Patterns of neglect are often due to the habits we develop of seeing and not seeing. We are used to seeing what is convenient, what is close, what is easy to observe, what is on our path. But even then, we develop filters to hide what we take to be irrelevant to our task at hand, and it can be hard to drop these filters. We can walk past a tree every day and not notice it. We fail to see the trees for the forest.

Privilege filters our experience in particular ways. A Parks Department scientist told me that the volunteer tree counts tended to be concentrated in wealthier areas of Manhattan and Brooklyn, and that many areas of the Bronx and Staten Island had to be counted by Parks staff. This reflects uneven amounts of leisure time and uneven levels of access to city resources across these neighborhoods, as well as uneven levels of walkability.

A time-honored strategy for seeing what is ordinarily filtered out is to deviate from our usual patterns, either with a new pattern or with randomness. This strategy can be traced at least as far as the sampling techniques developed by Pierre-Simon Laplace for measuring the population of Napoleon’s empire, the forerunner of modern statistical methods. Also among Laplace’s cultural heirs are the flâneurs of late nineteenth-century Paris, who studied the city by taking random walks through its crowds, as noted by Charles Baudelaire and Walter Benjamin.

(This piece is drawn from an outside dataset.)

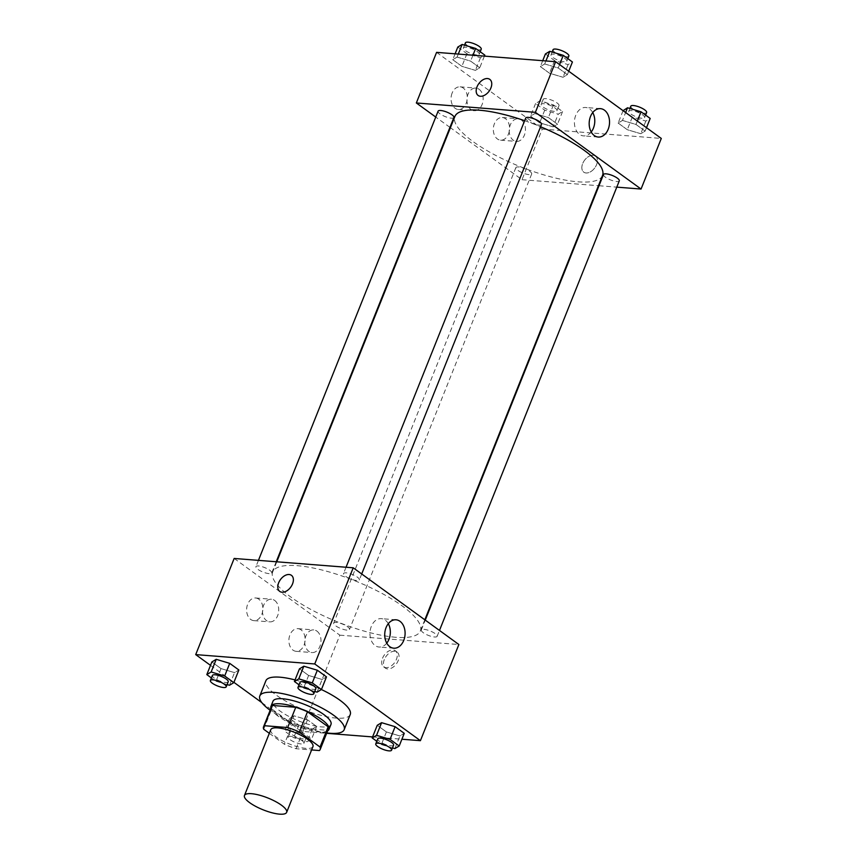 <?xml version="1.0" encoding="UTF-8"?>
<svg xmlns="http://www.w3.org/2000/svg" width="857" height="857" viewBox="0 0 857 857"><rect width="100%" height="100%" fill="white"/><g stroke="black" fill="none" stroke-linecap="round" stroke-linejoin="round"><path stroke-width="0.64" stroke-dasharray="4.29 3.21" d="M312.955 746.565A22.71 6.374 21.8 0 1 305.96 748.354A22.71 6.374 21.8 0 1 282.103 740.63A22.71 6.374 21.8 0 1 270.78 729.693M269.323 733.324L284.342 744.23A30.509 8.559 21.8 0 0 296.072 748.718L311.605 749.939M263.677 729.221L271.776 708.985L292.441 723.983L284.342 744.23M296.072 748.718L304.171 728.482L327.46 730.314L319.361 750.55M304.171 728.482A30.509 8.559 21.8 0 1 292.441 723.983M271.776 708.985A30.509 8.559 21.8 0 1 271.637 706.554M328.285 729.211A30.509 8.559 21.8 0 1 327.46 730.314M270.941 708.3A31.238 8.763 -158.2 0 0 278.139 716.173A31.238 8.763 -158.2 0 0 327.588 730.957M330.984 724.422A31.238 8.763 21.8 0 1 321.364 726.886A31.238 8.763 21.8 0 1 280.164 711.106A31.238 8.763 21.8 0 1 272.987 701.23M326.806 732.928A45.432 12.748 21.8 0 1 270.159 710.271M350.245 714.513A45.432 12.748 21.8 0 1 336.233 718.102A45.432 12.748 21.8 0 1 288.52 702.644A45.432 12.748 21.8 0 1 265.874 680.769M295.044 679.922A45.432 12.748 21.8 0 1 321.396 689.542M210.501 665.353L233.929 682.354M261.803 702.601L301.375 731.321L326.646 733.313M372.602 736.924L401.901 739.227M293.983 715.788L289.634 718.412L298.782 725.054L312.291 729.082L316.64 726.457L307.492 719.816L293.983 715.788L289.634 718.412L298.782 725.054L312.291 729.082L316.64 726.457L307.492 719.816L293.983 715.788L288.927 728.439L284.578 731.064L293.726 737.706L307.224 741.734L311.584 739.109L302.425 732.467L288.927 728.439M211.4 677.941L215.953 681.24L221.01 668.589L211.861 661.947L221.01 668.589L234.518 672.616L238.867 669.992L234.518 672.616L229.462 685.268M299.018 684.818L303.571 688.128L308.627 675.477L299.479 668.824L308.627 675.477L322.136 679.494L326.485 676.88L322.136 679.494L317.069 692.145M376.791 741.284L381.344 744.594L386.4 731.942L377.251 725.29L386.4 731.942L399.908 735.959L404.258 733.335L399.908 735.959L394.841 748.611M279.757 591.416L279.757 591.416A9.941 6.385 -54 0 0 292.537 583.917A9.941 6.385 -54 0 0 291.434 575.336L291.434 575.336M388.296 623.692A14.248 10.155 94.5 0 0 381.258 618.636A14.248 10.155 94.5 0 0 370.46 629.156A14.248 10.155 94.5 0 0 375.066 645.535A14.248 10.155 94.5 0 0 379.03 647.035A14.248 10.155 94.5 0 0 386.764 643.136M384.311 659.547A9.941 6.385 -54 0 0 385.414 668.128A9.941 6.385 -54 0 0 396.416 663.843A9.941 6.385 -54 0 0 397.091 652.048A9.941 6.385 -54 0 0 384.311 659.547M234.165 558.453L339.833 635.166L301.375 731.321M339.833 635.166L458.87 644.518M382.533 658.251A9.941 6.385 126 0 1 395.323 650.763A9.941 6.385 126 0 1 394.649 662.547A9.941 6.385 126 0 1 383.647 666.842A9.941 6.385 126 0 1 382.533 658.251M258.782 599.182A11.355 8.099 94.5 0 0 255.622 597.982A11.355 8.099 94.5 0 0 246.655 608.663A11.355 8.099 94.5 0 0 253.843 620.629A11.355 8.099 94.5 0 0 262.456 612.241A11.355 8.099 94.5 0 0 258.782 599.182M301.043 629.863A11.355 8.099 94.5 0 0 297.882 628.663A11.355 8.099 94.5 0 0 288.927 639.354A11.355 8.099 94.5 0 0 296.104 651.309A11.355 8.099 94.5 0 0 304.717 642.921A11.355 8.099 94.5 0 0 301.043 629.863M274.658 600.425A11.355 8.099 -85.5 0 1 278.332 613.483A11.355 8.099 -85.5 0 1 269.719 621.871A11.355 8.099 -85.5 0 1 262.531 609.916A11.355 8.099 -85.5 0 1 271.498 599.225A11.355 8.099 -85.5 0 1 274.658 600.425M316.919 631.116A11.355 8.099 -85.5 0 1 320.593 644.175A11.355 8.099 -85.5 0 1 311.98 652.563A11.355 8.099 -85.5 0 1 304.792 640.597A11.355 8.099 -85.5 0 1 313.758 629.916A11.355 8.099 -85.5 0 1 316.919 631.116M423.926 629.327A8.516 2.389 21.8 0 1 432.871 632.22A8.516 2.389 21.8 0 1 437.124 636.322A8.516 2.389 21.8 0 1 428.329 635.38A8.516 2.389 21.8 0 1 421.301 630.002A8.516 2.389 21.8 0 1 423.926 629.327M269.109 573.644A8.516 2.389 21.8 0 1 260.164 570.751A8.516 2.389 21.8 0 1 255.922 566.648A8.516 2.389 21.8 0 1 264.717 567.591A8.516 2.389 21.8 0 1 271.733 572.979A8.516 2.389 21.8 0 1 269.109 573.644M346.881 630.109A8.516 2.389 21.8 0 1 337.937 627.217A8.516 2.389 21.8 0 1 333.684 623.114A8.516 2.389 21.8 0 1 342.489 624.057A8.516 2.389 21.8 0 1 349.506 629.445A8.516 2.389 21.8 0 1 346.881 630.109M356.726 580.532A8.516 2.389 21.8 0 1 347.781 577.639A8.516 2.389 21.8 0 1 343.539 573.537A8.516 2.389 21.8 0 1 352.334 574.479A8.516 2.389 21.8 0 1 359.351 579.857A8.516 2.389 21.8 0 1 356.726 580.532M395.827 637.287A79.508 22.314 21.8 0 1 312.334 610.238A79.508 22.314 21.8 0 1 272.697 571.962A79.508 22.314 21.8 0 1 354.809 580.767A79.508 22.314 21.8 0 1 420.337 631.009A79.508 22.314 21.8 0 1 395.827 637.287M602.514 175.535A79.508 22.314 21.8 0 1 578.004 181.813A79.508 22.314 21.8 0 1 494.51 154.763A79.508 22.314 21.8 0 1 454.885 116.488M524.655 120.698A79.508 22.314 21.8 0 1 540.574 126.761M603.478 174.517A8.516 2.389 -158.2 0 0 610.505 179.906A8.516 2.389 -158.2 0 0 619.3 180.848M453.91 117.495A8.516 2.389 21.8 0 1 451.285 118.17A8.516 2.389 21.8 0 1 442.341 115.277A8.516 2.389 21.8 0 1 438.098 111.174M529.058 174.635A8.516 2.389 21.8 0 1 520.113 171.732A8.516 2.389 21.8 0 1 515.86 167.64A8.516 2.389 21.8 0 1 524.666 168.583A8.516 2.389 21.8 0 1 531.683 173.96A8.516 2.389 21.8 0 1 529.058 174.635M541.528 124.383A8.516 2.389 21.8 0 1 538.903 125.058A8.516 2.389 21.8 0 1 529.958 122.155A8.516 2.389 21.8 0 1 525.716 118.052M436.588 52.363L542.256 129.086L522.009 179.691L450.396 127.693M449.957 127.382L435.742 117.055M522.009 179.691L598.454 185.701M598.989 185.744L616.783 187.137M452.132 93.038A11.355 8.099 94.5 0 0 458.291 109.482A11.355 8.099 94.5 0 0 466.904 101.094A11.355 8.099 94.5 0 0 463.23 88.035A11.355 8.099 94.5 0 0 460.07 86.836A11.355 8.099 94.5 0 0 452.132 93.038M508.49 133.96A11.355 8.099 94.5 0 0 505.491 118.716A11.355 8.099 94.5 0 0 502.331 117.516A11.355 8.099 94.5 0 0 493.364 128.207A11.355 8.099 94.5 0 0 500.552 140.162A11.355 8.099 94.5 0 0 508.49 133.96M622.482 120.43L635.99 124.458L645.139 131.1L640.779 133.713L627.281 129.696L618.133 123.054L622.482 120.43L618.133 123.054L627.281 129.696L640.779 133.713L645.139 131.1L635.99 124.458L622.482 120.43L625.631 112.546M544.709 63.964L558.218 67.992L567.366 74.634L563.017 77.259L549.508 73.231L540.36 66.589L544.709 63.964L540.36 66.589L549.508 73.231L563.017 77.259L567.366 74.634L558.218 67.992L544.709 63.964L545.92 60.954M457.092 57.087L470.6 61.104L479.749 67.746L475.399 70.37L461.891 66.343L452.742 59.701L457.092 57.087L452.742 59.701L461.891 66.343L475.399 70.37L479.749 67.746L470.6 61.104L457.092 57.087L458.302 54.066M542.256 129.086L661.293 138.438M553.172 126.836L539.664 122.808L530.515 116.166L534.864 113.542L548.373 117.57L557.521 124.211L553.172 126.836L557.521 124.211L548.373 117.57L534.864 113.542L530.515 116.166L539.664 122.808L553.172 126.836L558.228 114.185L562.578 111.56L553.429 104.918L539.931 100.89L535.571 103.515L544.72 110.157L558.228 114.185M479.095 89.278A11.355 8.099 -85.5 0 1 482.77 102.337A11.355 8.099 -85.5 0 1 474.157 110.724A11.355 8.099 -85.5 0 1 466.969 98.769A11.355 8.099 -85.5 0 1 475.935 88.078A11.355 8.099 -85.5 0 1 479.095 89.278M521.367 119.969A11.355 8.099 -85.5 0 1 525.041 133.028A11.355 8.099 -85.5 0 1 516.428 141.416A11.355 8.099 -85.5 0 1 509.24 129.45A11.355 8.099 -85.5 0 1 518.206 118.769A11.355 8.099 -85.5 0 1 521.367 119.969M593.173 155.267A9.941 6.385 -54 0 0 583.467 161.941A9.941 6.385 -54 0 0 583.788 172.171A9.941 6.385 -54 0 0 594.79 167.876A9.941 6.385 -54 0 0 595.465 156.081A9.941 6.385 -54 0 0 593.173 155.267A9.941 6.385 126 0 1 595.465 156.081A9.941 6.385 126 0 1 594.79 167.876A9.941 6.385 126 0 1 583.788 172.161A9.941 6.385 126 0 1 583.467 161.941A9.941 6.385 126 0 1 593.162 155.267M592.733 112.546A14.248 10.155 94.5 0 0 585.706 107.489A14.248 10.155 94.5 0 0 574.469 120.891A14.248 10.155 94.5 0 0 583.478 135.888A14.248 10.155 94.5 0 0 591.212 131.989M478.12 95.448L478.131 95.448A9.941 6.385 -54 0 0 480.423 96.263A9.941 6.385 -54 0 0 490.129 89.599A9.941 6.385 -54 0 0 489.808 79.369L489.797 79.369M623.189 110.403L632.337 117.045L645.846 121.062L650.195 118.448M641.979 118.255A8.516 2.389 21.8 0 1 633.034 115.363A8.516 2.389 21.8 0 1 628.781 111.26A8.516 2.389 21.8 0 1 637.576 112.203A8.516 2.389 21.8 0 1 644.603 117.58A8.516 2.389 21.8 0 1 641.979 118.255M623.071 110.682L618.133 123.054M632.337 117.045L627.281 129.696M645.846 121.062L640.779 133.713M646.499 127.693L645.139 131.1M637.351 121.051L635.99 124.458M646.628 112.524A8.516 2.389 21.8 0 1 644.003 113.199A8.516 2.389 21.8 0 1 635.058 110.296A8.516 2.389 21.8 0 1 630.806 106.193M545.416 53.937L554.575 60.579L568.073 64.607L572.422 61.983M564.206 61.79A8.516 2.389 21.8 0 1 555.261 58.897A8.516 2.389 21.8 0 1 551.019 54.794A8.516 2.389 21.8 0 1 559.814 55.737A8.516 2.389 21.8 0 1 566.831 61.126A8.516 2.389 21.8 0 1 564.206 61.79M542.717 60.708L540.36 66.589M554.575 60.579L549.508 73.231M568.073 64.607L563.017 77.259M568.727 71.227L567.366 74.634M559.578 64.586L558.218 67.992M568.855 56.059A8.516 2.389 21.8 0 1 566.231 56.733A8.516 2.389 21.8 0 1 557.286 53.83A8.516 2.389 21.8 0 1 553.044 49.738M554.361 111.378A8.516 2.389 21.8 0 1 545.416 108.475A8.516 2.389 21.8 0 1 541.163 104.372A8.516 2.389 21.8 0 1 549.969 105.315A8.516 2.389 21.8 0 1 556.986 110.703A8.516 2.389 21.8 0 1 554.361 111.378M539.931 100.89L534.864 113.542M535.571 103.515L530.515 116.166M544.72 110.157L539.664 122.808M562.578 111.56L557.521 124.211M553.429 104.918L548.373 117.57M556.386 106.311A8.516 2.389 21.8 0 1 547.441 103.418A8.516 2.389 21.8 0 1 543.188 99.316A8.516 2.389 21.8 0 1 551.994 100.258A8.516 2.389 21.8 0 1 559.01 105.636A8.516 2.389 21.8 0 1 556.386 106.311M457.799 47.049L466.958 53.691L480.456 57.719L484.816 55.094M476.588 54.912A8.516 2.389 21.8 0 1 467.643 52.009A8.516 2.389 21.8 0 1 463.401 47.906A8.516 2.389 21.8 0 1 472.196 48.86A8.516 2.389 21.8 0 1 479.213 54.237A8.516 2.389 21.8 0 1 476.588 54.912M455.099 53.82L452.742 59.701M466.958 53.691L461.891 66.343M480.456 57.719L475.399 70.37M484.398 56.123L479.749 67.746M472.957 55.223L470.6 61.104M481.238 49.181A8.516 2.389 21.8 0 1 478.613 49.845A8.516 2.389 21.8 0 1 469.668 46.953A8.516 2.389 21.8 0 1 465.426 42.85M381.344 744.594L392.485 747.915M393.599 745.129A8.516 2.389 21.8 0 1 390.974 745.804A8.516 2.389 21.8 0 1 382.029 742.912A8.516 2.389 21.8 0 1 377.787 738.809M386.4 731.942L399.908 735.959M303.571 688.128L314.723 691.449M315.837 688.664A8.516 2.389 21.8 0 1 313.201 689.339A8.516 2.389 21.8 0 1 304.256 686.446A8.516 2.389 21.8 0 1 300.014 682.343M308.627 675.477L322.136 679.494M303.357 738.916A8.516 2.389 21.8 0 1 294.412 736.024A8.516 2.389 21.8 0 1 290.169 731.921A8.516 2.389 21.8 0 1 298.964 732.864A8.516 2.389 21.8 0 1 305.981 738.252A8.516 2.389 21.8 0 1 303.357 738.916M289.634 718.412L284.578 731.064M298.782 725.054L293.726 737.706M312.291 729.082L307.224 741.734M316.64 726.457L311.584 739.109M307.492 719.816L302.425 732.467M301.332 743.983A8.516 2.389 21.8 0 1 292.387 741.08A8.516 2.389 21.8 0 1 288.145 736.988A8.516 2.389 21.8 0 1 296.94 737.931A8.516 2.389 21.8 0 1 303.956 743.308A8.516 2.389 21.8 0 1 301.332 743.983M215.953 681.24L227.105 684.561M228.219 681.786A8.516 2.389 21.8 0 1 225.595 682.461A8.516 2.389 21.8 0 1 216.639 679.558A8.516 2.389 21.8 0 1 212.397 675.455M221.01 668.589L234.518 672.616M396.02 619.804L381.258 618.636M393.792 648.192L379.03 647.035M397.091 652.048L395.323 650.763M385.414 668.128L383.647 666.842M253.843 620.629L269.719 621.871M255.622 597.982L271.498 599.225M296.104 651.309L311.98 652.563M297.882 628.663L313.758 629.916M276.768 561.796L272.697 571.962M424.826 619.804L420.337 631.009M437.124 636.322L439.48 630.441M421.301 630.002L425.254 620.114M258.439 560.36L255.922 566.648M276.222 561.753L271.733 572.979M515.86 167.64L333.684 623.114M531.683 173.96L349.506 629.445M346.046 567.238L343.539 573.537M361.708 573.976L359.351 579.857M458.291 109.482L474.157 110.724M460.07 86.836L475.935 88.078M500.552 140.162L516.428 141.416M502.331 117.516L518.206 118.769M600.468 108.657L585.706 107.489M598.24 137.045L583.478 135.888M629.895 108.475L628.781 111.26M645.6 115.106L644.603 117.58M552.122 52.02L551.019 54.794M567.827 58.64L566.831 61.126M543.188 99.316L541.163 104.372M559.01 105.636L556.986 110.703M464.515 45.132L463.401 47.906M480.209 51.752L479.213 54.237M290.169 731.921L288.145 736.988M305.981 738.252L303.956 743.308"/><path stroke-width="1.29" d="M279.639 814.15A22.71 6.374 21.8 0 1 255.782 806.426A22.71 6.374 21.8 0 1 244.459 795.489A22.71 6.374 21.8 0 1 267.92 798.006A22.71 6.374 21.8 0 1 286.645 812.361A22.71 6.374 21.8 0 1 279.639 814.15M244.459 795.489L270.78 729.693A22.71 6.374 21.8 0 1 294.23 732.21A22.71 6.374 21.8 0 1 312.955 746.565L286.645 812.361M263.538 726.8L271.637 706.554A30.509 8.559 21.8 0 1 272.472 705.461L295.751 707.293A30.509 8.559 21.8 0 1 307.481 711.781L328.156 726.79L320.057 747.036L299.393 732.028A30.509 8.559 21.8 0 0 287.663 727.539L264.374 725.708A30.509 8.559 21.8 0 0 263.538 726.8A30.509 8.559 21.8 0 0 263.677 729.221L269.323 733.324M311.605 749.939L319.361 750.55A30.509 8.559 21.8 0 0 320.197 749.457A30.509 8.559 21.8 0 0 320.057 747.036M328.156 726.79A30.509 8.559 21.8 0 1 328.285 729.211L320.197 749.457M327.588 730.957A31.238 8.763 -158.2 0 0 328.959 729.489A31.238 8.763 -158.2 0 0 303.217 709.746A31.238 8.763 -158.2 0 0 270.962 706.286A31.238 8.763 -158.2 0 0 270.941 708.3M270.962 706.286L272.987 701.23A31.238 8.763 21.8 0 1 305.242 704.69A31.238 8.763 21.8 0 1 330.984 724.422L328.959 729.489M307.481 711.781L299.393 732.028M272.472 705.461L264.374 725.708M295.751 707.293L287.663 727.539M270.159 710.271A45.432 12.748 21.8 0 1 259.81 695.959A45.432 12.748 21.8 0 1 306.72 700.994A45.432 12.748 21.8 0 1 344.171 729.693A45.432 12.748 21.8 0 1 330.17 733.281A45.432 12.748 21.8 0 1 326.806 732.928M259.81 695.959L265.874 680.769A45.432 12.748 21.8 0 1 295.044 679.922M321.396 689.542A45.432 12.748 21.8 0 1 350.245 714.513L344.171 729.693M401.901 739.227L420.412 740.673L314.744 663.961L195.707 654.609L210.501 665.353M233.929 682.354L261.803 702.601M326.646 733.313L372.602 736.924M227.105 684.561L229.462 685.268L233.811 682.643L238.867 669.992L229.719 663.35L216.221 659.322L211.861 661.947L206.805 674.598L211.4 677.941M314.723 691.449L317.069 692.145L321.429 689.531L326.485 676.88L317.336 670.228L303.828 666.21L299.479 668.824L294.422 681.486L299.018 684.818M392.485 747.915L394.841 748.611L399.201 745.997L404.258 733.335L395.109 726.693L381.601 722.676L377.251 725.29L372.184 737.941L376.791 741.284M292.537 583.917A9.941 6.385 126 0 1 279.757 591.416A9.941 6.385 126 0 1 280.421 579.621A9.941 6.385 126 0 1 291.434 575.326A9.941 6.385 126 0 1 292.537 583.917M420.412 740.673L458.87 644.518L353.213 567.805L314.744 663.961M353.213 567.805L234.165 558.453L195.707 654.609M291.434 575.336A9.941 6.385 -54 0 0 280.432 579.621A9.941 6.385 -54 0 0 279.757 591.416M389.828 646.692A14.248 10.155 -85.5 0 1 385.222 630.313A14.248 10.155 -85.5 0 1 396.02 619.804A14.248 10.155 -85.5 0 1 405.04 634.791A14.248 10.155 -85.5 0 1 393.792 648.192A14.248 10.155 -85.5 0 1 389.828 646.692M386.764 643.136A14.248 10.155 94.5 0 0 388.296 623.692M276.768 561.796L454.885 116.488A79.508 22.314 21.8 0 1 524.655 120.698M540.574 126.761A79.508 22.314 21.8 0 1 602.514 175.535L424.826 619.804M439.48 630.441L619.3 180.848A8.516 2.389 -158.2 0 0 615.058 176.746A8.516 2.389 -158.2 0 0 606.103 173.842A8.516 2.389 -158.2 0 0 603.478 174.517L425.254 620.114M258.439 560.36L438.098 111.174A8.516 2.389 21.8 0 1 446.893 112.117A8.516 2.389 21.8 0 1 453.91 117.495L276.222 561.753M346.046 567.238L525.716 118.052A8.516 2.389 21.8 0 1 534.511 118.994A8.516 2.389 21.8 0 1 541.528 124.383L361.708 573.976M435.742 117.055L416.341 102.969L436.588 52.363L555.625 61.715L535.389 112.331L416.341 102.969M598.454 185.701L598.989 185.744M616.783 187.137L641.057 189.043L535.389 112.331M641.057 189.043L661.293 138.438L555.625 61.715M608.191 129.268A14.248 10.155 -85.5 0 1 598.24 137.045A14.248 10.155 -85.5 0 1 589.23 122.058A14.248 10.155 -85.5 0 1 600.468 108.657A14.248 10.155 -85.5 0 1 608.191 129.268M480.423 96.263A9.941 6.385 126 0 1 478.12 95.448A9.941 6.385 126 0 1 478.795 83.654A9.941 6.385 126 0 1 489.797 79.369A9.941 6.385 126 0 1 490.129 89.589A9.941 6.385 126 0 1 480.423 96.263M591.212 131.989A14.248 10.155 94.5 0 0 593.43 128.1A14.248 10.155 94.5 0 0 592.733 112.546M489.808 79.369A9.941 6.385 -54 0 0 478.795 83.654A9.941 6.385 -54 0 0 478.131 95.448M646.499 127.693L650.195 118.448L641.047 111.806L627.538 107.778L623.071 110.682M627.538 107.778L625.631 112.546M641.047 111.806L637.351 121.051M629.895 108.475L630.806 106.193A8.516 2.389 21.8 0 1 639.601 107.146A8.516 2.389 21.8 0 1 646.628 112.524L645.6 115.106M568.727 71.227L572.422 61.983L563.274 55.341L549.776 51.313L545.416 53.937L542.717 60.708M549.776 51.313L545.92 60.954M563.274 55.341L559.578 64.586M552.122 52.02L553.044 49.738A8.516 2.389 21.8 0 1 561.838 50.681A8.516 2.389 21.8 0 1 568.855 56.059L567.827 58.64M484.398 56.123L484.816 55.094L475.656 48.453L462.159 44.435L457.799 47.049L455.099 53.82M462.159 44.435L458.302 54.066M475.656 48.453L472.957 55.223M464.515 45.132L465.426 42.85A8.516 2.389 21.8 0 1 474.221 43.793A8.516 2.389 21.8 0 1 481.238 49.181L480.209 51.752M399.201 745.997L390.042 739.345L376.544 735.327L372.184 737.941M375.762 743.865L377.787 738.809A8.516 2.389 21.8 0 1 386.582 739.752A8.516 2.389 21.8 0 1 393.599 745.129L391.574 750.196A8.516 2.389 21.8 0 1 388.949 750.861A8.516 2.389 21.8 0 1 380.005 747.968A8.516 2.389 21.8 0 1 375.762 743.865A8.516 2.389 21.8 0 1 384.557 744.808A8.516 2.389 21.8 0 1 391.574 750.196M404.258 733.335L395.109 726.693L381.601 722.676L376.544 735.327M381.601 722.676L377.251 725.29M395.109 726.693L390.042 739.345M321.429 689.531L312.28 682.89L298.772 678.862L294.422 681.486M297.99 687.4L300.014 682.343A8.516 2.389 21.8 0 1 308.809 683.286A8.516 2.389 21.8 0 1 315.837 688.664L313.812 693.731A8.516 2.389 21.8 0 1 311.177 694.406A8.516 2.389 21.8 0 1 302.232 691.503A8.516 2.389 21.8 0 1 297.99 687.4A8.516 2.389 21.8 0 1 306.785 688.342A8.516 2.389 21.8 0 1 313.812 693.731M326.485 676.88L317.336 670.228L303.828 666.21L298.772 678.862M303.828 666.21L299.479 668.824M317.336 670.228L312.28 682.89M233.811 682.643L224.663 676.002L211.154 671.974L206.805 674.598M210.372 680.522L212.397 675.455A8.516 2.389 21.8 0 1 221.192 676.398A8.516 2.389 21.8 0 1 228.219 681.786L226.194 686.843A8.516 2.389 21.8 0 1 223.57 687.518A8.516 2.389 21.8 0 1 214.614 684.625A8.516 2.389 21.8 0 1 210.372 680.522A8.516 2.389 21.8 0 1 219.167 681.465A8.516 2.389 21.8 0 1 226.194 686.843M238.867 669.992L229.719 663.35L216.221 659.322L211.154 671.974M216.221 659.322L211.861 661.947M229.719 663.35L224.663 676.002"/></g></svg>

In the tradition of the flâneurs, the Situationists of the mid-twentieth century highlighted the value of random walks, that they called dérives. Here is Guy Debord (1955, translated by Ken Knabb):

The sudden change of ambiance in a street within the space of a few meters; the evident division of a city into zones of distinct psychic atmospheres; the path of least resistance which is automatically followed in aimless strolls (and which has no relation to the physical contour of the ground); the appealing or repelling character of certain places — these phenomena all seem to be neglected. In any case they are never envisaged as depending on causes that can be uncovered by careful analysis and turned to account. People are quite aware that some neighborhoods are gloomy and others pleasant. But they generally simply assume that elegant streets cause a feeling of satisfaction and that poor streets are depressing, and let it go at that. In fact, the variety of possible combinations of ambiances, analogous to the blending of pure chemicals in an infinite number of mixtures, gives rise to feelings as differentiated and complex as any other form of spectacle can evoke. The slightest demystified investigation reveals that the qualitatively or quantitatively different influences of diverse urban decors cannot be determined solely on the basis of the historical period or architectural style, much less on the basis of housing conditions.

In an interview with Neil Freeman, the creator of @everylotbot, Cassim Shepard of Urban Omnibus noted the connections between the flâneurs, the dérive and Freeman’s work. Freeman acknowledged this: “How we move through space plays a huge and under-appreciated role in shaping how we process, perceive and value different spaces and places.”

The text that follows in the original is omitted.